2. Reframe your thoughts
Nerves are inevitable; we’re only human, after all. But we do have the power to transform nervous energy into something we can use to our advantage.
Lee Chambers, Environmental Psychologist, Wellbeing Consultant and Founder of Essentialise Workplace Wellbeing, says: “When you’re feeling nervous, tell yourself “I’m excited” – it is much easier to transition from nervous to excited, as they are both high arousal states, just one is negative and one is positive.
“By telling yourself you’re excited, you will keep the performance state, but your butterflies won’t feel like moths, and you will actually move psychological state. Telling yourself to calm down is counterproductive and very hard to do because it is a low arousal state, the polar opposite of nervousness.”
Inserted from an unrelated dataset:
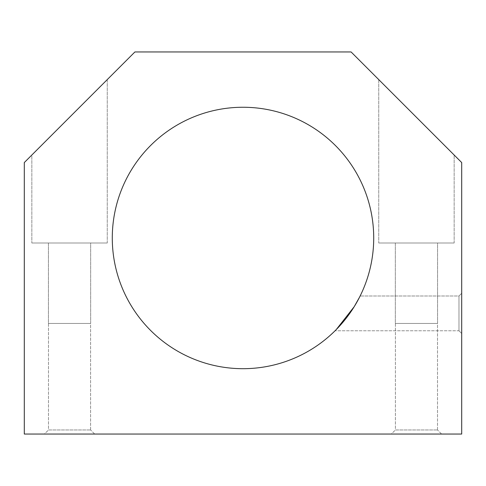<?xml version="1.0" encoding="UTF-8"?>
<svg xmlns="http://www.w3.org/2000/svg" width="486" height="486" viewBox="0 0 486 486"><rect width="100%" height="100%" fill="white"/><g stroke="black" fill="none" stroke-linecap="round" stroke-linejoin="round"><path stroke-width="0.36" stroke-dasharray="2.43 1.82" d="M373.716 237.97A130.716 130.716 0 0 1 243 368.692A130.716 130.716 0 0 1 112.284 237.97A130.716 130.716 0 0 1 243 107.254A130.716 130.716 0 0 1 373.716 237.97A130.716 130.716 0 0 0 243 107.254A130.716 130.716 0 0 0 112.284 237.97A130.716 130.716 0 0 0 243 368.692A130.716 130.716 0 0 0 373.716 237.97M336.051 329.775L335.061 330.778L458.978 330.778L458.978 295.998L360.132 295.998L458.978 295.998L458.978 330.778L461.7 333.499L461.7 293.277L458.978 295.998L461.7 293.277L461.7 333.499L458.978 330.778L458.978 295.998L458.978 330.778L335.061 330.778L336.051 329.775M359.494 297.274L360.132 295.998L359.494 297.274M454.161 243L454.161 155.016L378.746 79.601L378.746 243L454.161 243L378.746 243L454.161 243L378.746 243L378.746 79.601L454.161 155.016L454.161 243M437.57 323.439L437.57 243L395.337 243L395.337 323.439L437.57 323.439L395.337 323.439L437.57 323.439L395.337 323.439L395.337 243L437.57 243L437.57 323.439M437.509 429.964L437.509 323.439L395.397 323.439L395.397 429.964L437.509 429.964L395.397 429.964L391.315 434.047L441.592 434.047L437.509 429.964L441.592 434.047L391.315 434.047L395.397 429.964L437.509 429.964L395.397 429.964L395.397 323.439L437.509 323.439L437.509 429.964M107.254 243L107.254 79.601L31.839 155.016L31.839 243L107.254 243L31.839 243L107.254 243L31.839 243L31.839 155.016L107.254 79.601L107.254 243M90.663 323.439L90.663 243L48.43 243L48.43 323.439L90.663 323.439L48.43 323.439L90.663 323.439L48.43 323.439L48.43 243L90.663 243L90.663 323.439M90.603 429.964L90.603 323.439L48.491 323.439L48.491 429.964L90.603 429.964L48.491 429.964L44.408 434.047L94.685 434.047L90.603 429.964L94.685 434.047L44.408 434.047L48.491 429.964L90.603 429.964L48.491 429.964L48.491 323.439L90.603 323.439L90.603 429.964M48.491 323.439L90.603 323.439L48.491 323.439M48.43 243L90.663 243L48.43 243M395.397 323.439L437.509 323.439L395.397 323.439M395.337 243L437.57 243L395.337 243M24.3 162.561L24.3 434.047L461.7 434.047L461.7 162.561L351.092 51.953L134.908 51.953L24.3 162.561L134.908 51.953L351.092 51.953L461.7 162.561L461.7 434.047L24.3 434.047L24.3 162.561M31.839 155.016L107.254 79.601L31.839 155.016M378.746 79.601L454.161 155.016L378.746 79.601M461.7 293.277L461.7 333.499L461.7 293.277M94.685 434.047L44.408 434.047L94.685 434.047M441.592 434.047L391.315 434.047L441.592 434.047"/><path stroke-width="0.73" d="M112.284 237.97A130.716 130.716 0 0 0 243 368.692A130.716 130.716 0 0 0 373.716 237.97A130.716 130.716 0 0 0 243 107.254A130.716 130.716 0 0 0 112.284 237.97A130.716 130.716 0 0 1 243 107.254A130.716 130.716 0 0 1 373.716 237.97A130.716 130.716 0 0 1 243 368.692A130.716 130.716 0 0 1 112.284 237.97M335.061 330.778L336.051 329.775L335.061 330.778M336.3 329.526L354.185 306.709L359.494 297.274L354.185 306.709L336.3 329.526M360.132 295.998L359.61 297.043L360.132 295.998M359.494 297.274L354.185 306.709L359.494 297.274M24.3 434.047L24.3 162.561L134.908 51.953L351.092 51.953L461.7 162.561L461.7 434.047L24.3 434.047L461.7 434.047L461.7 162.561L351.092 51.953L134.908 51.953L24.3 162.561L24.3 434.047"/></g></svg>

3. Prepare correctly, and prepare well
There’s a famous saying – “fail to prepare, prepare to fail”, which couldn’t be more fitting for public speakers. Preparation is key, from planning and logistics to on-the-day delivery.
Presentation Skills Trainer Simon Raybould of Presentation Genius says, “When creating your presentation, RESIST the instinct to fire up the tech first! Design your presentation old-school analogue and sort out your content before you even THINK of turning on your tech to pull together your slides. Also, as daft as it sounds, don’t trust the tech. Ask the obvious questions such as which version of PowerPoint they’re using and how you’ll be miked up.”
Rob Weatherhead, a Freelance Digital Consultant, continues and elaborates on this point: “Is it an auditorium, a classroom set up, a large hall with a stage? And what is the tech set up? Will you have a lectern? A clicker? Do they want a pdf, powerpoint?
“Understanding all of these points will make the day go more smoothly and allow you to focus on your delivery. Having tech issues can lead to you launching into your talk unprepared and flustered.”
4. Get familiar with your event
While it’s easy to focus on your part of the conference, there are many benefits in familiarising yourself with the event as a whole. Rob Weatherhead says: “Communicate with the organisers. A lot of the time speakers have an initial conversation with the organisers about topics, and then nothing until D-Day. As a speaker I would always recommend staying in touch with them as it will help you understand more about the event, who might be at your talk and what other content is going to be presented.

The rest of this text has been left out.